Wednesday 10 October 2012

Remembering To Look After Yourself... And all the things I used to do

I have to admit, one of my go to pieces of advice is something along the lines of: "Look after yourself, do what makes you happy." I think I forget to do that myself every now and then. I had two volunteer shifts for Youthline on the weekend and it reinforced the fact that I like helping others.

Volunteering is amazing! I encourage everyone to do it :)

BUT..

Whenever I'm too busy, stressed out, tired I always want to forget about my diabetes. I try and hide it from it! It used to be my go to move. I'm really making an effort to stop that. And I feel better for it. It's genuinely me following my own advice, looking after my body, my health, truly makes me happy.

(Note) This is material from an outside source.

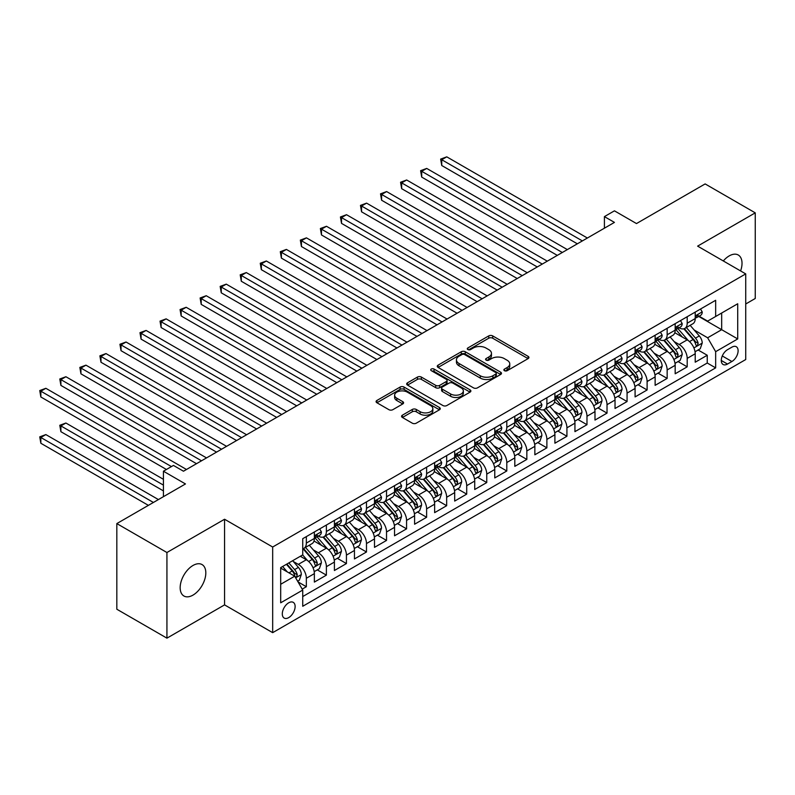 <?xml version="1.0" encoding="UTF-8"?>
<svg xmlns="http://www.w3.org/2000/svg" width="795" height="795" viewBox="0 0 795 795"><rect width="100%" height="100%" fill="white"/><g stroke="black" fill="none" stroke-linecap="round" stroke-linejoin="round"><path stroke-width="1.19" d="M504.447 370.689A1.948 1.123 0 0 0 507.2 370.689L528.109 358.615A2.782 1.61 0 0 0 528.923 357.482A2.782 1.61 0 0 0 528.109 356.339L492.691 335.897A2.782 1.61 0 0 0 488.756 335.897L467.848 347.962A1.948 1.123 0 0 0 467.281 348.757A1.948 1.123 0 0 0 467.848 349.552A1.948 1.123 0 0 0 470.6 349.552L473.313 347.991A8.904 5.138 0 0 1 485.904 347.991L488.855 349.701A8.904 5.138 0 0 1 491.459 353.328A8.904 5.138 0 0 1 488.855 356.965L486.142 358.525A1.948 1.123 0 0 0 485.576 359.32A1.948 1.123 0 0 0 486.142 360.115A1.948 1.123 0 0 0 488.905 360.115L491.608 358.555A8.904 5.138 0 0 1 504.199 358.555L507.15 360.264A8.904 5.138 0 0 1 509.754 363.901A8.904 5.138 0 0 1 507.15 367.529L504.447 369.099A1.948 1.123 0 0 0 503.871 369.894A1.948 1.123 0 0 0 504.447 370.689L504.447 369.099M192.996 595.107A18.146 10.474 120 0 0 204.842 579.118A18.146 10.474 120 0 0 202.059 564.579A18.146 10.474 120 0 0 192.996 565.474A18.146 10.474 120 0 0 181.141 581.463A18.146 10.474 120 0 0 183.923 596.002A18.146 10.474 120 0 0 192.996 595.107M740.592 270.936A18.146 10.474 120 0 0 738.267 255.006A18.146 10.474 120 0 0 729.194 255.91A18.146 10.474 120 0 0 723.301 260.959M288.704 617.616A9.073 5.237 120 0 0 294.637 609.616A9.073 5.237 120 0 0 293.246 602.352A9.073 5.237 120 0 0 288.704 602.799A9.073 5.237 120 0 0 282.781 610.798A9.073 5.237 120 0 0 284.173 618.063A9.073 5.237 120 0 0 288.704 617.616M402.379 415.189A2.782 1.61 0 0 0 401.564 416.322A2.782 1.61 0 0 0 402.379 417.454L412.317 423.188A2.782 1.61 0 0 0 416.252 423.188L439.466 409.793A2.782 1.61 0 0 0 440.281 408.65A2.782 1.61 0 0 0 439.466 407.517L404.049 387.066A2.782 1.61 0 0 0 400.114 387.066L376.9 400.471A2.782 1.61 0 0 0 376.085 401.614A2.782 1.61 0 0 0 376.9 402.747L388.904 409.673A2.782 1.61 0 0 0 392.839 409.673L402.777 403.94A2.782 1.61 0 0 0 403.592 402.807A2.782 1.61 0 0 0 402.777 401.664L396.824 398.235A7.443 4.293 0 0 1 394.638 395.195A7.443 4.293 0 0 1 399.239 391.22A7.443 4.293 0 0 1 407.348 392.154L430.661 405.619A7.443 4.293 0 0 1 432.848 408.65A7.443 4.293 0 0 1 428.247 412.625A7.443 4.293 0 0 1 420.138 411.691L416.252 409.445A2.782 1.61 0 0 0 412.317 409.445L402.379 415.189L402.379 417.454M745.73 303.988L755.25 298.493L755.25 212.851L705.135 183.923L636.487 223.564L614.436 210.834L604.409 216.618L614.436 222.401L183.476 471.216L173.449 465.433L163.422 471.216L163.422 496.676M166.93 552.515L166.93 638.156L224.568 604.886L224.568 519.244L166.93 552.515L116.825 523.587L185.474 483.946L163.422 471.216M224.568 519.244L272.675 547.02L745.73 273.897L745.73 359.539L272.675 632.661L272.675 547.02M755.25 212.851L697.622 246.132L745.73 273.897M473.502 387.861A2.782 1.61 0 0 0 477.437 387.861L500.661 374.465A2.782 1.61 0 0 0 501.476 373.322A2.782 1.61 0 0 0 500.661 372.189L465.244 351.738A2.782 1.61 0 0 0 461.309 351.738L438.095 365.144A2.782 1.61 0 0 0 437.28 366.286A2.782 1.61 0 0 0 438.095 367.419L473.502 387.861M432.083 371.106A1.948 1.123 0 0 1 434.06 371.384L470.024 392.144L446.85 405.529A2.782 1.61 0 0 1 442.914 405.529L407.497 385.078L407.497 382.812A2.782 1.61 0 0 0 406.682 383.945A2.782 1.61 0 0 0 407.497 385.078M407.497 382.812L417.435 377.078A2.782 1.61 0 0 1 421.37 377.078L435.73 385.366A2.782 1.61 0 0 0 439.665 385.366L446.253 381.56A2.782 1.61 0 0 0 447.068 380.427A2.782 1.61 0 0 0 446.253 379.285L431.297 370.659A1.948 1.123 0 0 1 430.731 369.864A1.948 1.123 0 0 1 431.933 368.82A1.948 1.123 0 0 1 434.06 369.069L470.064 389.858A2.782 1.61 0 0 1 470.878 390.991A2.782 1.61 0 0 1 470.064 392.124L470.064 389.858M166.93 638.156L116.825 609.228L116.825 523.587M302.189 589.115L306.343 586.72L298.026 581.91M293.295 561.479L298.324 564.38A11.339 6.549 60 0 1 306.343 578.263L314.363 573.642L314.363 582.089L326.387 575.143L317.275 569.876M313.339 549.902L318.378 552.803A11.339 6.549 60 0 1 326.387 566.696L334.407 562.065L334.407 570.512L346.431 563.566L337.319 558.309M333.383 538.324L338.422 541.236A11.339 6.549 60 0 1 346.431 555.119L354.451 550.488L354.451 558.945L366.485 551.998L357.362 546.731M353.427 526.757L358.466 529.659A11.339 6.549 60 0 1 366.485 543.551L374.495 538.921L374.495 547.367L386.529 540.421L377.406 535.154M373.471 515.18L378.509 518.092A11.339 6.549 60 0 1 386.529 531.974L394.539 527.343L394.539 535.79L406.573 528.854L397.45 523.587M393.515 503.613L398.553 506.514A11.339 6.549 60 0 1 406.573 520.407L414.592 515.776L414.592 524.223L426.617 517.277L417.494 512.01M413.569 492.035L418.597 494.947A11.339 6.549 60 0 1 426.617 508.83L434.636 504.199L434.636 512.646L446.661 505.709L437.538 500.443M433.613 480.468L438.641 483.37A11.339 6.549 60 0 1 446.661 497.253L454.68 492.632L454.68 501.079L466.705 494.132L457.582 488.865M453.657 468.891L458.685 471.793A11.339 6.549 60 0 1 466.705 485.685L474.724 481.055L474.724 489.501L486.749 482.565L477.626 477.298M473.701 457.324L478.729 460.226A11.339 6.549 60 0 1 486.749 474.108L494.768 469.487L494.768 477.934L506.793 470.988L497.67 465.721M493.745 445.747L498.773 448.648A11.339 6.549 60 0 1 506.793 462.541L514.812 457.91L514.812 466.357L526.837 459.411L517.714 454.154M513.789 434.169L518.817 437.081A11.339 6.549 60 0 1 526.837 450.964L534.856 446.333L534.856 454.79L546.881 447.843L537.768 442.577M533.833 422.602L538.871 425.504A11.339 6.549 60 0 1 546.881 439.397L554.9 434.766L554.9 443.213L566.924 436.266L557.812 430.999M553.877 411.025L558.915 413.937A11.339 6.549 60 0 1 566.924 427.819L574.944 423.188L574.944 431.635L586.978 424.699L577.856 419.432M573.92 399.458L578.959 402.359A11.339 6.549 60 0 1 586.978 416.252L594.988 411.621L594.988 420.068L607.022 413.122L597.9 407.855M593.964 387.88L599.003 390.792A11.339 6.549 60 0 1 607.022 404.675L615.032 400.044L615.032 408.491L627.066 401.555L617.944 396.288M614.008 376.313L619.047 379.215A11.339 6.549 60 0 1 627.066 393.098L635.086 388.477L635.086 396.924L647.11 389.977L637.988 384.71M634.062 364.736L639.091 367.638A11.339 6.549 60 0 1 647.11 381.53L655.13 376.9L655.13 385.346L667.154 378.41L658.031 373.143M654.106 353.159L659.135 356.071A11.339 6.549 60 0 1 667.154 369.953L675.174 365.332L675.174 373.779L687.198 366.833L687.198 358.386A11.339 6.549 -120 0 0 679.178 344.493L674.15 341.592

I'm also pretty happy that the average amount that I am testing a day is about 6 or 7 times. I used to test about once, twice, never times a day. I'm happier testing more. It's taken me a long time to realise that. I'm truly glad that I can see the change in how I look after myself and I'm much better for it. Even my boyfriend has said that "You're much better at looking after that (Diabetes) than you used to be."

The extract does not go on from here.